[Working data]
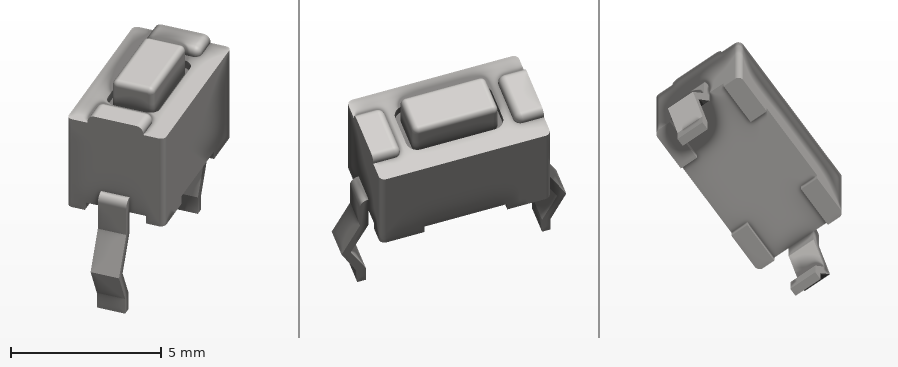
import cadquery as cq

body_width = 3.5
body_length = 6.005
body_height = 3.5
body_corner_radius = 0.2

channel_depth = 0.3
long_channel_width = 2.19
cross_channel_width = 2.91

pad_width = 2.0
pad_length = 1.0
pad_height = 0.3
pad_radius = 0.25

button_width = 1.5
button_length = 3.0
button_rise = 0.8
button_radius = 0.2
well_gap = 0.2
well_depth = 0.3
well_corner_radius = button_radius + well_gap

leg_width = 1.02
leg_thickness = 0.3
leg_top = 0.9
leg_bottom = -3.5
upper_bend_outer = -0.42
upper_bend_inner = -0.49
knee_height = -1.75
knee_outer = 3.95
knee_inner = 3.63
lower_bend_outer = -2.915
lower_bend_inner = -2.845
tip_inner = 3.1


def plain_block(width, length, height, base):
    """Block centred on the Z axis, rising from the base height."""
    return cq.Workplane("XY").workplane(offset=base).rect(width, length).extrude(height)


def make_body():
    """Rounded body with two channels crossing its underside."""
    body = plain_block(body_width, body_length, body_height, 0).edges("|Z").fillet(body_corner_radius)
    body = body.cut(plain_block(long_channel_width, body_length, channel_depth, 0))
    return body.cut(plain_block(body_width, cross_channel_width, channel_depth, 0))


def make_pad():
    """Pad at the -Y end: its inner corners and all top edges but the outer one are rounded."""
    pad = plain_block(pad_width, pad_length, 2 * pad_height, body_height - pad_height)
    pad = pad.edges("|Z and >Y").fillet(pad_radius)
    pad = pad.faces(">Z").edges("not <Y").fillet(pad_radius)
    return pad.translate((0, (pad_length - body_length) / 2, 0))


def make_well():
    """Recess around the button."""
    well = plain_block(
        button_width + 2 * well_gap,
        button_length + 2 * well_gap,
        well_depth,
        body_height - well_depth,
    )
    return well.edges("|Z").fillet(well_corner_radius)


def make_button():
    """Button rising from the floor of the well."""
    button = plain_block(
        button_width, button_length, well_depth + button_rise, body_height - well_depth
    )
    return button.edges("|Z").fillet(button_radius).faces(">Z").edges().fillet(button_radius)


def make_leg():
    """Terminal at the +Y end, bent outwards to a knee and back to its tip."""
    wall = body_length / 2
    tip_outer = tip_inner + leg_thickness
    profile = (
        cq.Workplane("YZ")
        .moveTo(wall, leg_top)
        .radiusArc((wall + leg_thickness, leg_top - leg_thickness), leg_thickness)
        .lineTo(wall + leg_thickness, upper_bend_outer)
        .lineTo(knee_outer, knee_height)
        .lineTo(tip_outer, lower_bend_outer)
        .lineTo(tip_outer, leg_bottom)
        .lineTo(tip_inner, leg_bottom)
        .lineTo(tip_inner, lower_bend_inner)
        .lineTo(knee_inner, knee_height)
        .lineTo(wall, upper_bend_inner)
        .close()
    )
    return profile.extrude(leg_width / 2, both=True)


result = make_body().cut(make_well()).union(make_button())
for end_feature in (make_pad(), make_leg()):
    result = result.union(end_feature).union(end_feature.mirror("XZ"))

[Work to be completed] Find the word "extrude" in the records, and report each line that has it.

[Answer below]
    return cq.Workplane("XY").workplane(offset=base).rect(width, length).extrude(height)
    return profile.extrude(leg_width / 2, both=True)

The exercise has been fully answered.